Why old data is tempting, and why it is doubted
A regional stream-sediment survey from the 1970s may cover thousands of square kilometres that nobody will sample again. Old drill logs may describe core that no longer exists. Ignoring this is expensive. Using it without checking is risky, because the numbers were produced by methods that differ from today's in ways that are easy to overlook.
What differs between old and modern assays
- Digestion. Many older methods used a weak or partial acid attack that released only part of the metal in the sample. Modern multi-acid digestions or X-ray methods measure nearly all of it. The two are not the same quantity.
- Measurement. Colorimetric methods, read by eye against a standard, give values in coarse steps. A table full of 5, 10 and 15 ppm is a sign of this.
- Detection limits. Old limits were higher, and values below them were recorded in several ways: as zero, as the limit, as half the limit or as a text flag.
- Batches. A survey run over years, by several laboratories or operators, carries systematic differences between batches.
- Location. Positions were read from paper maps in a local datum. Errors of hundreds of metres are common, and a wrong datum shifts a whole sheet.
- Quality control. Blanks, standards and duplicates were often not used, or not recorded.
The test: paired samples
The question can be answered where some samples were measured twice, once by the old method and once by a modern one. Re-assayed archive pulps, resampled sites and twinned drillholes all provide such pairs.
The pairs show how the two measurements relate. Sometimes there is a steady offset or ratio, and the old values can be translated with a known margin of error. Sometimes the relation holds within each batch but differs between batches. Sometimes there is no relation at all, and the old values carry no usable information about that element.
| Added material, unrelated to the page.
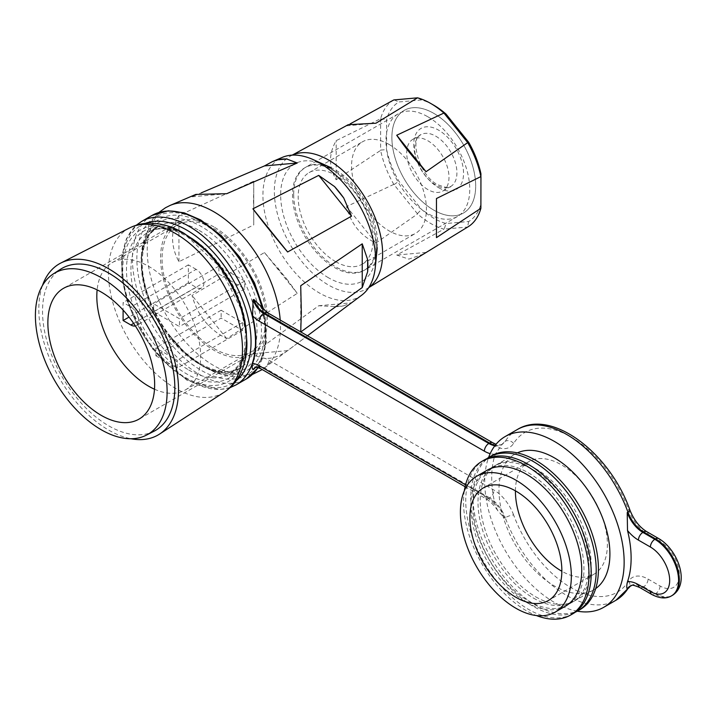 <?xml version="1.0" encoding="UTF-8"?>
<svg xmlns="http://www.w3.org/2000/svg" width="717" height="717" viewBox="0 0 717 717"><rect width="100%" height="100%" fill="white"/><g stroke="black" fill="none" stroke-linecap="round" stroke-linejoin="round"><path stroke-width="0.54" stroke-dasharray="3.58 2.69" d="M433.785 113.358A59.251 34.21 60 0 1 472.494 165.573A59.251 34.21 60 0 1 463.415 213.057A59.251 34.21 60 0 1 433.785 210.117A59.251 34.21 60 0 1 395.076 157.901A59.251 34.21 60 0 1 404.155 110.418A59.251 34.21 60 0 1 433.785 113.358A59.251 34.21 60 0 1 472.494 165.573A59.251 34.21 60 0 1 463.415 213.057A59.251 34.21 60 0 1 433.785 210.117A59.251 34.21 60 0 1 395.076 157.901A59.251 34.21 60 0 1 404.155 110.418A59.251 34.21 60 0 1 433.785 113.358M427.852 189.566A29.89 17.253 60 0 1 408.323 163.225A29.89 17.253 60 0 1 412.911 139.277A29.89 17.253 60 0 1 427.852 140.756A29.89 17.253 60 0 1 447.381 167.097A29.89 17.253 60 0 1 442.801 191.045A29.89 17.253 60 0 1 427.852 189.566M427.852 116.781A59.251 34.21 60 0 1 466.561 168.997A59.251 34.21 60 0 1 457.482 216.48A59.251 34.21 60 0 1 427.852 213.541A59.251 34.21 60 0 1 389.143 161.325A59.251 34.21 60 0 1 398.222 113.842A59.251 34.21 60 0 1 427.852 116.781M154.496 389.214A73.412 42.384 -120 0 0 185.425 389.896A73.412 42.384 -120 0 0 196.682 331.066A73.412 42.384 -120 0 0 148.724 266.374A73.412 42.384 -120 0 0 112.013 262.736A73.412 42.384 -120 0 0 97.136 289.865M213.98 348.579A73.412 42.384 -120 0 0 250.69 352.217A73.412 42.384 -120 0 0 261.938 293.387A73.412 42.384 -120 0 0 213.98 228.696A73.412 42.384 -120 0 0 177.278 225.066A73.412 42.384 -120 0 0 166.021 283.887A73.412 42.384 -120 0 0 213.98 348.579M155.876 355.793L177.233 368.126L177.233 360.248L155.876 347.915L155.876 355.793L221.141 318.115L242.498 330.447L242.498 322.569L221.141 310.237L221.141 318.115M135.361 325.957A11.015 6.354 -120 0 0 136.391 325.554A11.015 6.354 -120 0 0 138.085 316.735A11.015 6.354 -120 0 0 130.888 307.028L123.1 302.529L123.1 310.067M153.653 311.698L179.456 326.593L179.456 318.715L153.653 303.82L153.653 311.698L218.909 274.019L244.721 288.915L244.721 281.037L218.909 266.141L218.909 274.019M196.144 269.35L188.356 264.86L188.356 282.839L196.144 287.338A11.015 6.354 -120 0 0 201.656 287.875A11.015 6.354 -120 0 0 203.341 279.056A11.015 6.354 -120 0 0 196.144 269.35L130.888 307.028M244.721 288.915L179.456 326.593M218.909 266.141L153.653 303.82M244.721 281.037L179.456 318.715M188.356 264.86L123.1 302.529M188.356 282.839L129.033 317.093M242.498 330.447L177.233 368.126M221.141 310.237L155.876 347.915M242.498 322.569L177.233 360.248M480.946 173.864L480.946 204.067A69.217 39.964 60 0 1 468.694 221.508L446.037 223.525A69.217 39.964 60 0 1 433.785 218.255A69.217 39.964 60 0 1 421.533 209.373L398.876 181.195A69.217 39.964 60 0 1 386.624 149.611L386.624 119.407A69.217 39.964 60 0 1 398.876 101.966L421.533 99.941A69.217 39.964 60 0 1 433.785 105.22M393.803 99.941A73.501 42.437 -120 0 0 380.628 118.699L336.192 140.64C328.646 153.68 328.646 166.711 336.192 179.752L380.628 150.391A73.501 42.437 -120 0 0 393.803 184.368L417.572 213.926A73.501 42.437 -120 0 0 430.756 223.498A73.501 42.437 -120 0 0 443.94 229.153L396.725 255.046L408.824 259.115L423.523 254.087M417.428 213.63L421.533 209.373M292.348 155.123A76.558 44.203 -120 0 0 290.779 155.912A76.558 44.203 -120 0 0 278.313 217.063A76.558 44.203 -120 0 0 328.485 285.043A76.558 44.203 -120 0 0 367.328 288.494A76.558 44.203 -120 0 0 368.789 287.535M461.578 230.784L467.699 227.029L444.217 229.09L446.037 223.525M328.485 277.766A67.649 39.059 60 0 1 280.652 194.916A67.649 39.059 60 0 1 328.485 167.303L328.485 167.303A67.649 39.059 60 0 1 376.308 250.152A67.649 39.059 60 0 1 328.485 277.766M334.418 170.727L328.485 167.303L334.418 170.727A59.251 34.21 -120 0 0 304.788 167.796A59.251 34.21 -120 0 0 295.7 215.27A59.251 34.21 -120 0 0 334.418 267.486A59.251 34.21 -120 0 0 364.039 270.426A59.251 34.21 -120 0 0 376.308 243.296A59.251 34.21 -120 0 0 334.418 170.727L334.418 170.727M348.247 124.677L350.335 123.781M393.803 184.368L346.598 206.559C350.712 223.579 360.481 235.741 375.923 243.036L417.572 213.926M436.456 198.528L436.456 237.632M426.05 252.429L396.725 255.046M375.923 243.036L346.598 206.559M380.628 118.699L380.628 150.391M336.192 179.752L336.192 140.64M346.598 125.842L375.923 123.225M421.533 99.941L417.428 97.808M394.081 99.887L398.876 101.966M380.691 118.941L386.624 119.407M380.691 150.068L386.624 149.611M394.081 184.592L398.876 181.195M480.946 204.067L480.946 207.957M468.694 221.508L467.556 227.011M213.98 226.984A75.509 43.594 -120 0 0 176.23 223.247A75.509 43.594 -120 0 0 164.65 283.753A75.509 43.594 -120 0 0 213.98 350.29A75.509 43.594 -120 0 0 251.739 354.037A75.509 43.594 -120 0 0 263.309 293.522A75.509 43.594 -120 0 0 213.98 226.984M42.437 285.572A98.794 57.037 -120 0 0 38.817 309.108A98.794 57.037 -120 0 0 130.861 438.732M154.11 431.186A93.551 54.008 60 0 1 108.679 425.817A93.551 54.008 60 0 1 47.931 344.59A93.551 54.008 60 0 1 60.595 269.216M335.601 261.633A52.924 30.553 -120 0 0 362.058 264.25A52.924 30.553 -120 0 0 370.169 221.849A52.924 30.553 -120 0 0 335.601 175.217A52.924 30.553 -120 0 0 309.144 172.591A52.924 30.553 -120 0 0 301.032 215.001A52.924 30.553 -120 0 0 335.601 261.633M388.99 144.386A52.924 30.553 60 0 1 423.568 191.018A52.924 30.553 60 0 1 415.457 233.428A52.924 30.553 60 0 1 388.99 230.802A52.924 30.553 60 0 1 354.422 184.17A52.924 30.553 60 0 1 362.533 141.769A52.924 30.553 60 0 1 388.99 144.386M293.701 194.235A59.251 34.21 60 0 1 331.084 167.715A59.251 34.21 60 0 1 377.5 242.615A59.251 34.21 60 0 1 377.259 247.688A59.251 34.21 60 0 1 333.342 265.424A59.251 34.21 60 0 1 293.701 194.235M361.789 295.117A79.704 46.022 60 0 1 299.527 277.38A79.704 46.022 60 0 1 262.924 195.302A79.704 46.022 60 0 1 282.274 157.39M195.813 194.415L192.031 196.799L201.253 192.873M253.728 193.823A80.887 46.704 -120 0 0 253.486 199.783A80.887 46.704 -120 0 0 253.728 206.03L253.728 181.177L178.936 215.432C174.715 222.673 172.591 230.265 172.573 238.205C172.591 246.146 174.715 253.979 178.936 261.696L253.728 224.914L253.728 206.03M277.631 267.629A80.887 46.704 -120 0 0 286.782 279.012L264.456 252.554L192.031 295.449C197.471 315.337 209.032 329.721 226.733 338.612L297.259 293.361L286.782 279.012M334.579 306.616A80.887 46.704 -120 0 0 343.739 305.792L334.579 306.616L318.707 305.747L252.922 353.732C262.996 360.875 274.557 359.835 287.625 350.631L334.283 315.713M318.707 305.747L351.509 302.816L343.739 305.792M300.719 285.742L300.719 332.007M287.625 350.631L252.922 353.732M264.456 252.554L297.259 293.361M226.733 338.612L192.031 295.449M253.728 181.177L253.728 224.914M178.936 261.696L178.936 215.432M192.031 196.799L226.733 193.698M515.433 490.858A65.023 37.544 60 0 1 528.904 461.605A65.023 37.544 60 0 1 561.411 464.822A65.023 37.544 60 0 1 603.893 522.119A65.023 37.544 60 0 1 593.918 574.227A65.023 37.544 60 0 1 561.85 571.252M487.04 470.271A78.449 45.288 -120 0 0 475.012 533.125A78.449 45.288 -120 0 0 526.26 602.262A78.449 45.288 -120 0 0 565.48 606.143M464.347 490.733A88.729 51.23 -120 0 0 526.26 610.651A88.729 51.23 -120 0 0 536.415 615.553M484.127 460.081A88.729 51.23 -120 0 0 470.522 531.18A88.729 51.23 -120 0 0 528.483 609.369A88.729 51.23 -120 0 0 572.847 613.761M533.466 598.095A78.449 45.288 -120 0 0 572.695 601.984A78.449 45.288 -120 0 0 584.713 539.121A78.449 45.288 -120 0 0 533.466 469.993A78.449 45.288 -120 0 0 494.246 466.104A78.449 45.288 -120 0 0 482.218 528.967A78.449 45.288 -120 0 0 533.466 598.095M528.483 600.971A78.449 45.288 -120 0 0 567.712 604.861A78.449 45.288 -120 0 0 579.73 541.998A78.449 45.288 -120 0 0 528.483 472.87A78.449 45.288 -120 0 0 489.263 468.981A78.449 45.288 -120 0 0 477.235 531.844A78.449 45.288 -120 0 0 528.483 600.971M517.351 452.893A78.449 45.288 -120 0 0 515.218 453.995A78.449 45.288 -120 0 0 503.191 516.858A78.449 45.288 -120 0 0 554.438 585.986A78.449 45.288 -120 0 0 593.667 589.876A78.449 45.288 -120 0 0 595.693 588.576M535.689 596.813A78.449 45.288 -120 0 0 574.917 600.694A78.449 45.288 -120 0 0 586.945 537.84A78.449 45.288 -120 0 0 535.689 468.712A78.449 45.288 -120 0 0 496.469 464.822A78.449 45.288 -120 0 0 484.441 527.685A78.449 45.288 -120 0 0 535.689 596.813M577.31 611.18A98.579 56.921 60 0 1 554.438 602.432A98.579 56.921 60 0 1 488.591 457.509M513.614 514.94A31.458 18.167 -120 0 0 494.031 490.141L268.866 360.14A23.069 13.318 -120 0 0 262.234 357.944A94.384 54.492 -120 0 0 262.234 310.156A23.069 13.318 -120 0 0 268.866 315.614L494.031 445.615A31.458 18.167 -120 0 0 513.614 443.42A92.287 53.282 60 0 1 571.055 436.994A92.287 53.282 60 0 1 628.495 509.751A31.458 18.167 -120 0 0 648.078 534.55L660.043 541.46A27.264 15.747 60 0 1 679.322 574.855A27.264 15.747 60 0 1 660.043 585.986L648.078 579.076A31.458 18.167 -120 0 0 628.495 581.272A92.287 53.282 60 0 1 571.055 587.698A92.287 53.282 60 0 1 513.614 514.94A6.292 1.47 -20.2 0 0 505.243 517.692A98.579 56.921 -120 0 0 566.6 595.406A98.579 56.921 -120 0 0 615.894 600.29M262.234 357.944L256.023 367.023A16.778 9.688 60 0 1 264.412 367.848L489.577 497.849L488.833 498.279L263.677 368.278L264.412 367.848A6.292 3.63 -60 0 0 268.866 360.14M260.056 305.55L262.234 310.156M486.682 458.763A88.729 51.23 -120 0 0 476.205 530.571A88.729 51.23 -120 0 0 533.466 606.492A88.729 51.23 -120 0 0 575.267 612.201M491.333 455.922A88.729 51.23 -120 0 0 477.728 527.022A88.729 51.23 -120 0 0 535.689 605.202A88.729 51.23 -120 0 0 580.053 609.602M517.316 429.537A98.579 56.921 -120 0 0 505.243 441.287L502.492 443.85L495.313 454.175A98.579 56.921 -120 0 0 495.313 505.333L497.688 510.567L504.499 518.122L505.243 517.692A25.167 14.528 60 0 0 489.577 497.849A6.292 3.63 -60 0 0 494.031 490.141M435.784 136.176A29.89 17.253 60 0 1 455.313 162.517A29.89 17.253 60 0 1 450.733 186.465A29.89 17.253 60 0 1 435.784 184.986A29.89 17.253 60 0 1 416.263 158.645A29.89 17.253 60 0 1 420.843 134.697A29.89 17.253 60 0 1 435.784 136.176M438.634 187.702A35.241 20.345 -120 0 0 463.549 173.317A35.241 20.345 -120 0 0 438.634 130.162A35.241 20.345 -120 0 0 413.718 144.547A35.241 20.345 -120 0 0 438.634 187.702M196.144 287.338L133.658 323.412M264.86 330.591A87.357 50.432 -120 0 0 203.09 223.596A87.357 50.432 -120 0 0 141.321 259.258A87.357 50.432 -120 0 0 151.305 303.9A87.357 50.432 -120 0 0 169.427 335.287A87.357 50.432 -120 0 0 203.09 366.253A87.357 50.432 -120 0 0 264.86 330.591M246.648 341.319A87.617 50.584 60 0 1 184.69 377.088A87.617 50.584 60 0 1 122.741 269.78A87.617 50.584 60 0 1 184.69 234.011M129.454 227.997A94.823 54.752 -120 0 0 108.384 272.182A94.823 54.752 -120 0 0 150.695 368.574A94.823 54.752 -120 0 0 224.233 392.163M280.213 320.042A94.232 54.402 60 0 1 280.49 327.176A94.232 54.402 60 0 1 264.107 368.242A94.232 54.402 60 0 1 190.498 347.27A94.232 54.402 60 0 1 147.227 250.242A94.232 54.402 60 0 1 170.099 205.429M201.378 221.419A91.238 52.682 60 0 1 265.89 333.163A91.238 52.682 60 0 1 201.378 370.42A91.238 52.682 60 0 1 136.857 258.667A91.238 52.682 60 0 1 201.378 221.419M151.959 215.459A94.384 54.492 -120 0 0 137.485 291.093A94.384 54.492 -120 0 0 199.147 374.274A94.384 54.492 -120 0 0 246.343 378.943M258.03 367.48A94.384 54.492 -120 0 0 262.162 308.193M199.147 230.408A81.801 47.232 60 0 1 252.59 302.493A81.801 47.232 60 0 1 240.052 368.045A81.801 47.232 60 0 1 199.147 363.994A81.801 47.232 60 0 1 145.712 291.909A81.801 47.232 60 0 1 158.251 226.357A81.801 47.232 60 0 1 199.147 230.408M201.378 365.276A84.947 49.043 -120 0 0 261.445 330.6A84.947 49.043 -120 0 0 201.378 226.554A84.947 49.043 -120 0 0 141.303 261.239A84.947 49.043 -120 0 0 201.378 365.276M235.965 384.939A94.384 54.492 60 0 1 188.768 380.261A94.384 54.492 60 0 1 127.106 297.089A94.384 54.492 60 0 1 141.572 221.454M145.282 223.39A91.238 52.682 -120 0 0 125.869 294.786A91.238 52.682 -120 0 0 186.545 378.979A91.238 52.682 -120 0 0 236.135 380.763M246.379 332.966A84.947 49.043 60 0 1 186.545 373.844A84.947 49.043 60 0 1 126.479 269.798A84.947 49.043 60 0 1 186.545 235.122A84.947 49.043 60 0 1 191.797 238.42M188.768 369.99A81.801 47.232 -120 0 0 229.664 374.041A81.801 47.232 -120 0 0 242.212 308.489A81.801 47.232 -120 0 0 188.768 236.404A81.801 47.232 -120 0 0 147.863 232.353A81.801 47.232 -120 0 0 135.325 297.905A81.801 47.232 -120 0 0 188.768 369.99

Why one correction factor is not enough
The common shortcut is to compute a single factor for the whole dataset and rescale everything. This fails when batches differ, which they usually do. A factor that is right on average is wrong for most batches, and the rescaled values can be worse than no values. Corrections should be fitted at the level where the differences arise, and each translated value should carry its own uncertainty so that it counts for less than a modern measurement.
Checking that it helped
A correction that looks reasonable is not yet shown to be useful. The test is to hide some modern results, predict them with and without the old data, and compare the errors. If including the old values makes predictions better, they earn their place. If it makes no difference or makes them worse, they are left out for that element.
In one piece of our work on a regional survey, this test gave different answers for different metals: the old copper values improved the map, while the old lead and zinc values did not and were dropped. The detail is in the story Can fifty-year-old assays be trusted?
Practical rules
- Keep the original values untouched and store any translated values in separate columns, with the method recorded.
- Decide element by element. A survey can be usable for copper and useless for lead.
- Verify locations before chemistry. A good assay in the wrong place is a bad data point.
- State the margin of error with the result, and let it widen where only old data exists.
- Treat legacy data as a guide to where to sample, not as a substitute for sampling.
Where this fits
Reconciling old and new data is part of data integration. For public disclosure, the use of historical data is also a regulatory matter: reporting codes require its source, reliability and verification to be discussed by a qualified or competent person.